The danger is two-way.

The symptoms of healer dependency are fairly clear if you want to see them. The person begins making decisions only after asking the healer, loses trust in their own judgment, and seeks constant external validation. They often feel a brief sense of relief after the session, but quickly revert to the same state and seek help again. Conversations go in circles, with no real progress in life. A fear of independence may also emerge, along with the belief that they cannot move forward without that relationship.

The danger of this is great, both for the person and for the healer. The person remains stuck in the same patterns, only with the feeling that they're “working on themselves,” while in reality they're avoiding real change. The healer, on the other hand, begins to take on someone else's responsibility, which in the long run drains both them and distorts their work. Instead of being a channel for clarity, they become a crutch that others can't do without.

Healers who believe they have a mission to save the day from some higher source are particularly vulnerable.
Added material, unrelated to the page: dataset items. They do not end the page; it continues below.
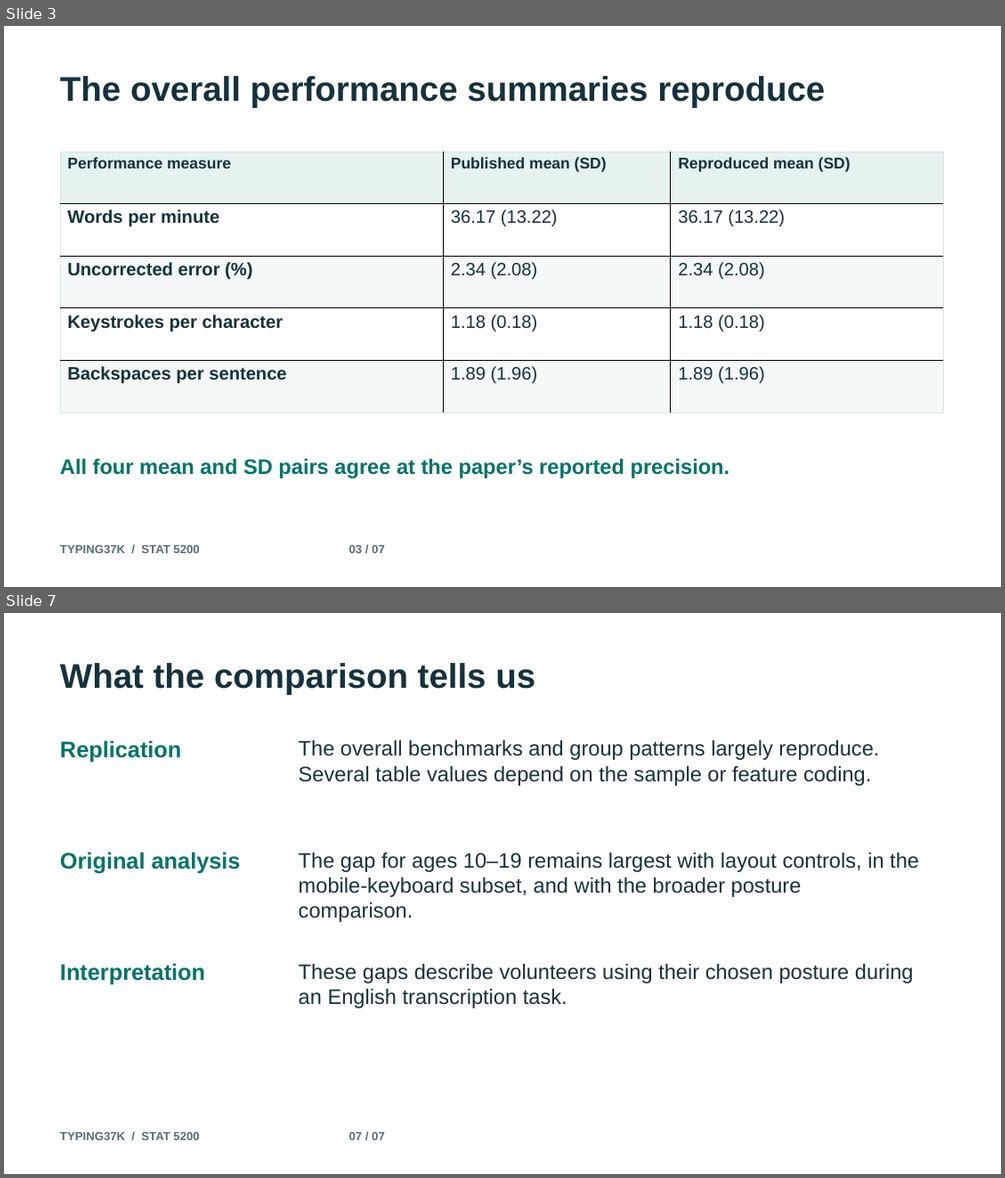
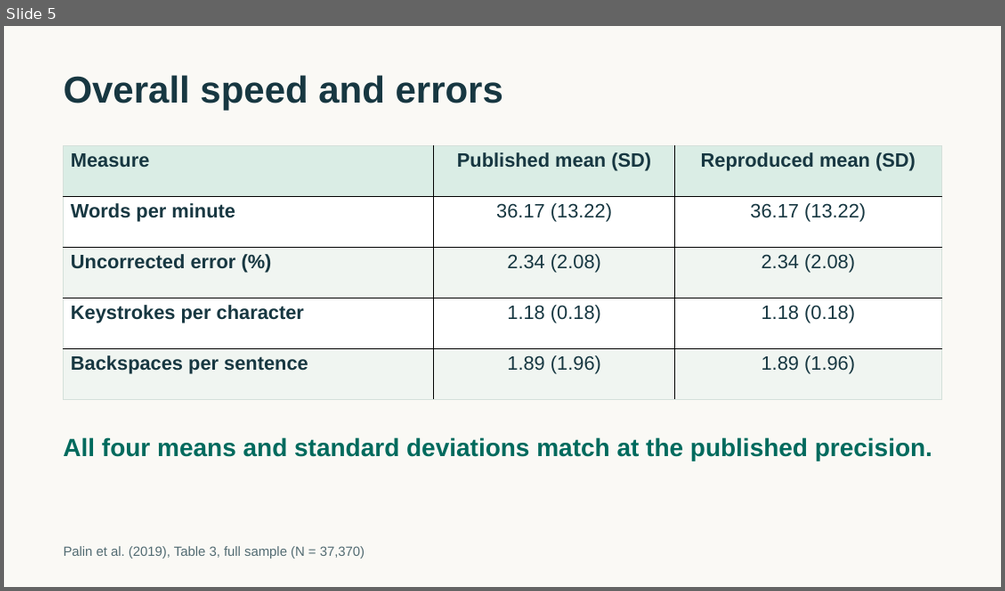
Before and after one commit to supamike2323/typing37k-replication, a slide deck: docs/presentation.pptx. Shown one above the other, each under a label of ours: slides 3 and 7 before the commit, slide 5 after it; the slides between them are not shown. The pictures are 1005x1178 and 1005x591 pixels, drawn with LibreOffice and Linux fonts; fonts in the diff are those of the drawing. Boxes give left, top, right and bottom in pixels: in the first picture for what was removed or moved away, otherwise in the second. Text is boxed around its words. In the diff, an @@ line names an element or a change of style, - is before the commit and + after.

Commit message:
Separate replication and extension notebooks

```diff
--- a/docs/presentation.pptx
+++ b/docs/presentation.pptx
@@ slide 7 removed at (4,613,1001,1174), background #FFFFFF @@
@@ text removed at (60,663,535,695) @@
-What the comparison tells us
@@ text removed at (60,740,181,763) @@
-Replication
@@ text removed at (299,740,879,786) @@
-The overall benchmarks and group patterns largely reproduce. Several table values depend on the sample or feature coding.
@@ text removed at (60,852,241,874) @@
-Original analysis
@@ text removed at (299,852,919,922) @@
-The gap for ages 10–19 remains largest with layout controls, in the mobile-keyboard subset, and with the broader posture comparison.
@@ text removed at (60,963,205,985) @@
-Interpretation
@@ text removed at (299,964,914,1008) @@
-These gaps describe volunteers using their chosen posture during an English transcription task.
@@ text removed at (60,1132,385,1140) @@
-TYPING37K / STAT 5200 07 / 07
@@ what was slide 3 is now slide 5 @@
@@ slide 5 changed as well @@
@@ background #FFFFFF to #FAF9F5 @@
@@ text at (64,75,503,111): text changed; size 33 to 36 pt; text colour #14323D to #173741 @@
-The overall performance summaries reproduce
+Overall speed and errors
@@ table at (63,145,942,399) @@
-row 1, column 1: Performance measure
+row 1, column 1: Measure
@@ fill #E5F2EF to #DAEDE5 in row 1 @@
@@ fill #F4F8F8 to #F0F5F1 in 6 cells @@
@@ size 15 to 18.8 pt in "Published mean (SD)", "Reproduced mean (SD)" @@
@@ text colour #14323D to #173741 @@
@@ size 17.2 to 18.8 pt in "Words per minute", "36.17 (13.22)", "36.17 (13.22)", "Uncorrected error (%)" and 8 more places @@
@@ alignment left to centre @@
@@ borders changed @@
@@ table: place and size @@
-table at (60,151,943,412)
+table at (63,145,942,399)
@@ text at (63,437,932,461): text changed; size 20.2 to 24 pt; text colour #007469 to #006A5D @@
-All four mean and SD pairs agree at the paper’s reported precision.
+All four means and standard deviations match at the published precision.
@@ text at (64,546,364,558): text changed; size 11.2 to 12.8 pt; text colour #536E78 to #526B72; bold off @@
-TYPING37K / STAT 5200 03 / 07
+Palin et al. (2019), Table 3, full sample (N = 37,370)
```
Also in this commit, not shown: 7 slides added, 5 other slides removed, 4 other files.

It may sound lofty, but it often conceals a very dangerous pattern. Such a healer may begin to believe they know what's best for others, that they have special access to the truth, and that people are there to be led. In that state, the line between helping and controlling becomes very thin. People give in more easily, and the healer takes over more easily, because everything is justified by a “higher purpose.” This often leads to illness.

That's why it's crucial for the healer to continuously work on themselves. Not just through techniques or knowledge, but through personal honesty. They must constantly check where they themselves seek validation, where they enjoy the feeling of being needed, and where they might unconsciously be holding people back. Without that work, it's easy to slip into a role that appears to be helping, but underneath it lies a need for control, importance, or security.
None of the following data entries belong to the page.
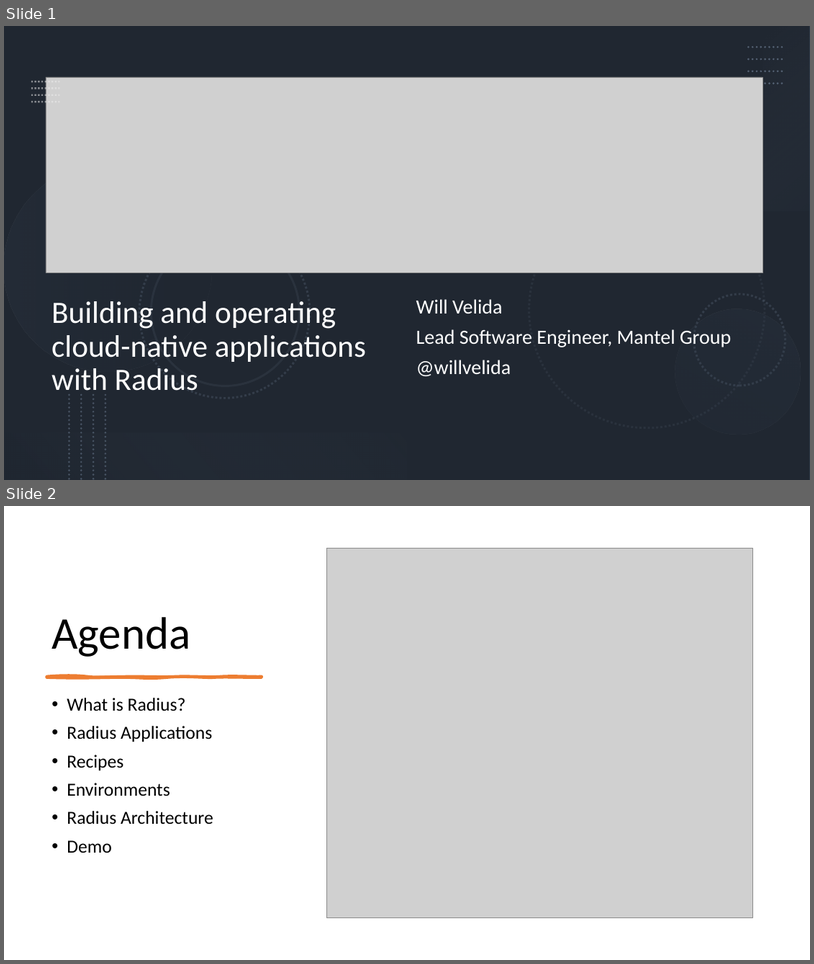
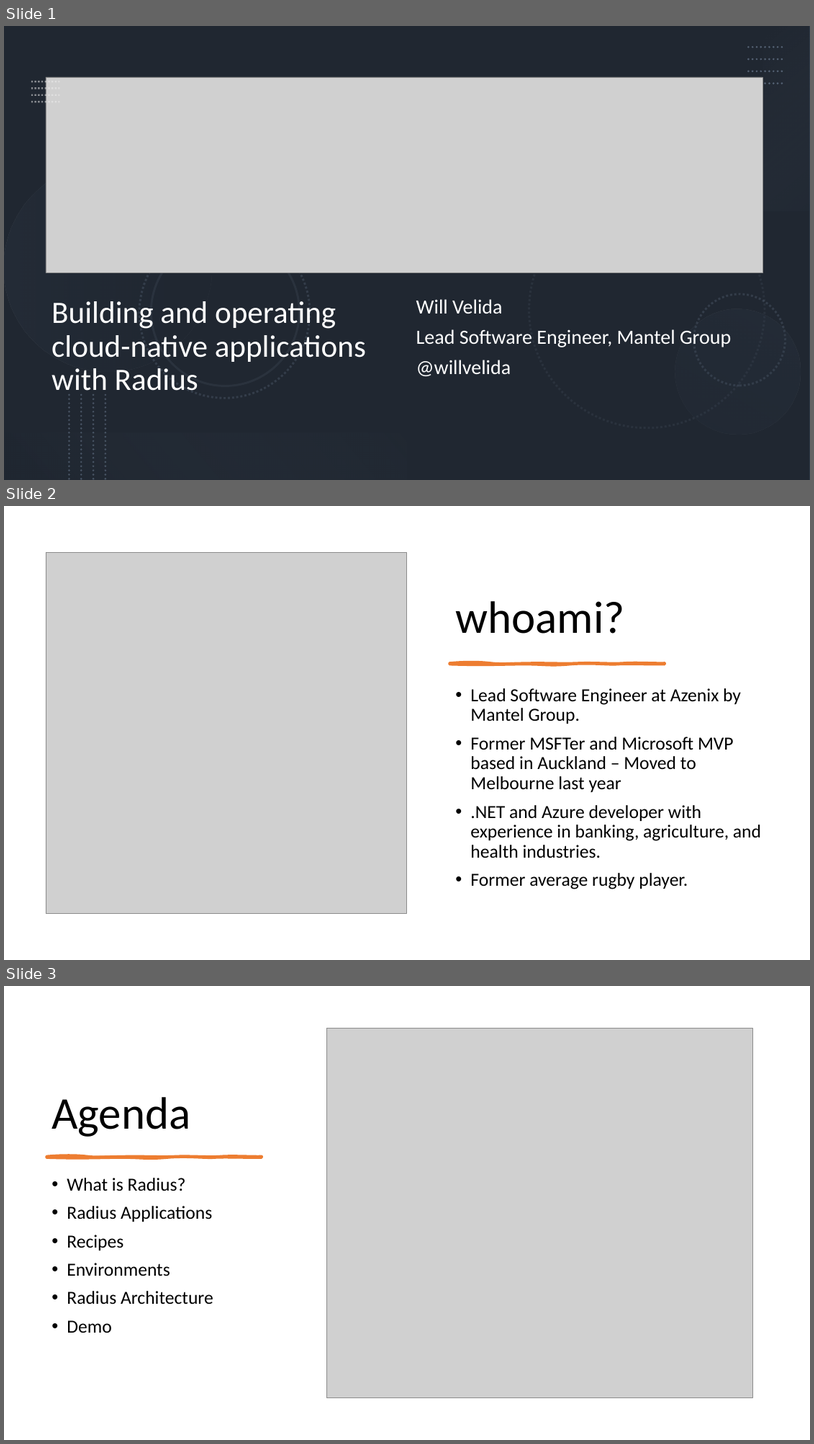
Before and after one commit to willvelida/talks, a slide deck: intro-to-radius/Presentation.pptx. Shown one above the other, each under a label of ours: slides 1 and 2 before the commit, slides 1, 2 and 3 after it. The pictures are 814x964 and 814x1444 pixels, drawn with LibreOffice and Linux fonts; fonts in the diff are those of the drawing; grey boxes stand for pictures. Boxes give left, top, right and bottom in pixels: in the first picture for what was removed or moved away, otherwise in the second. Text is boxed around its words. In the diff, an @@ line names an element or a change of style, - is before the commit and + after.

```diff
--- a/intro-to-radius/Presentation.pptx
+++ b/intro-to-radius/Presentation.pptx
@@ slide 2 added at <box>4,506,810,960</box>, background #FFFFFF @@
@@ picture added at <box>46,553,407,914</box> @@
@@ title added at <box>455,601,625,633</box>, 54 pt, text #000000 @@
+whoami?
@@ freeform shape added at <box>450,663,665,664</box>, fill #ED7D31, outline #ED7D31 3 pt @@
@@ text added at <box>471,688,761,889</box>, 22 pt, text #000000 @@
+• Lead Software Engineer at Azenix by Mantel Group.
+• Former MSFTer and Microsoft MVP based in Auckland – Moved to Melbourne last year
+• .NET and Azure developer with experience in banking, agriculture, and health industries.
+• Former average rugby player.
@@ what was slide 2 is now slide 3 @@
```
Also in this commit, not shown: 1 slide changed, 3 other files.

The problem isn't that someone feels a calling or purpose in their work, but when it becomes an identity. When the healer no longer questions themselves but acts from the conviction that they're right, the work stops being alive and begins to turn into a system.

 

Returning power to the people

On the other hand, there's a healer who consciously wants to return power and responsibility to people. You can recognize him by the fact that he doesn't rush to save, even when he sees where a person is going wrong. He provides insight, but he doesn't take the process out of the person's hands. He asks questions that can be uncomfortable because they shatter the illusion, but he doesn't assume the role of the one who carries the burden.

His symptoms are different. He may have fewer people around him, fewer people pathologically need him, but the relationships are more human and deeper. There is no constant pressure to please everyone or a need to be constantly available. He doesn't try to be important, but precise. His work sometimes provokes resistance because it doesn't offer quick solutions, but in the long run it produces more stable people.
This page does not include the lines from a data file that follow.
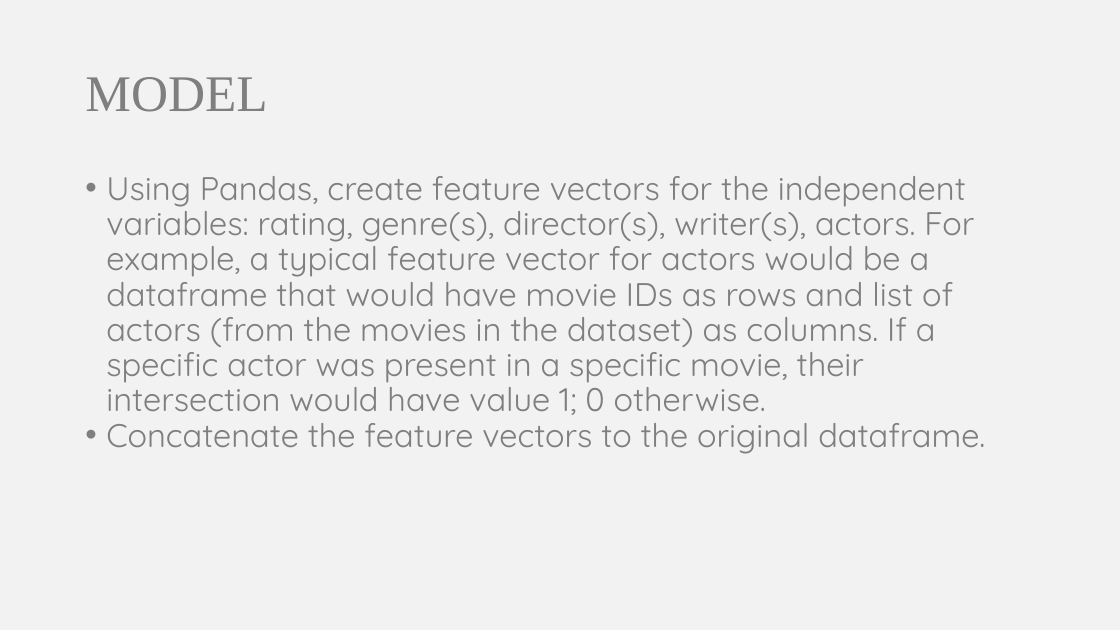
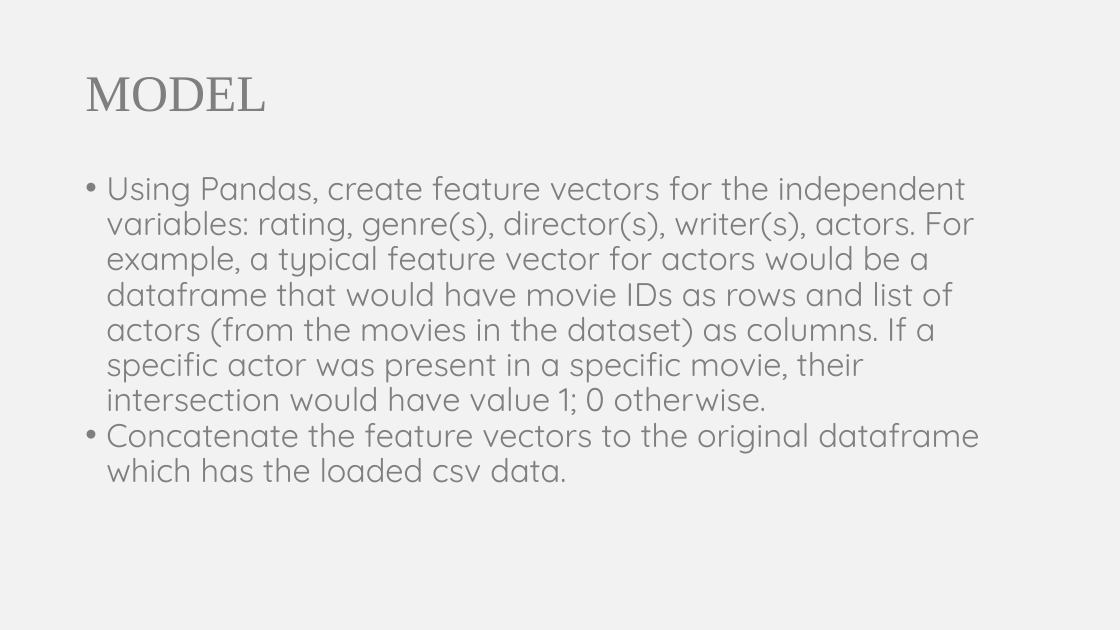
Before and after one commit to somyamohanty/Data_Dawgs, a slide deck: slide 5 of presentations/Presentation 2.pptx (slide 4 before the commit). Drawn at 1120x630 pixels with LibreOffice and Linux fonts; fonts in the diff are those of the drawing. Boxes give left, top, right and bottom in pixels: in the first picture for what was removed or moved away, otherwise in the second. Text is boxed around its words. In the diff, an @@ line names an element or a change of style, - is before the commit and + after.

Commit message:
Added presentation 2 and updated linear model

```diff
--- a/presentations/Presentation 2.pptx
+++ b/presentations/Presentation 2.pptx
@@ text at [106,412,979,482]: text changed @@
-• Concatenate the feature vectors to the original dataframe.
+• Concatenate the feature vectors to the original dataframe which has the loaded csv data.
```
Also in this commit, not shown: 3 other slides changed, 3 slides added, 1 other file.

The people around him also have recognizable signs. They begin making decisions without the constant need for approval. They ask less and act more. They take responsibility for their situation, even when it's uncomfortable. They don't idealize the healer but see him as someone who helped them return to themselves. Their lives begin to change through concrete actions, not just through feelings or insights.

Such a relationship may not be the loudest or most impressive on the outside, but it has one key difference. People come out of it stronger, not more attached.

The key difference isn't who is “better,” but at what level they meet. People who want real change seek someone who won't hold them back but will move them forward. People who seek a feeling or security will naturally gravitate toward someone who provides it. And that's why the most important question for anyone working with people isn't how to attract more of them, but who they really want to work with and at what level.

Most importantly: every authentic healer is not part of any hierarchy. Followers may be angry with him because he refuses the role of savior, but he knows that every person who comes to him is his own mirror, and he is always working on himself alongside his therapeutic work.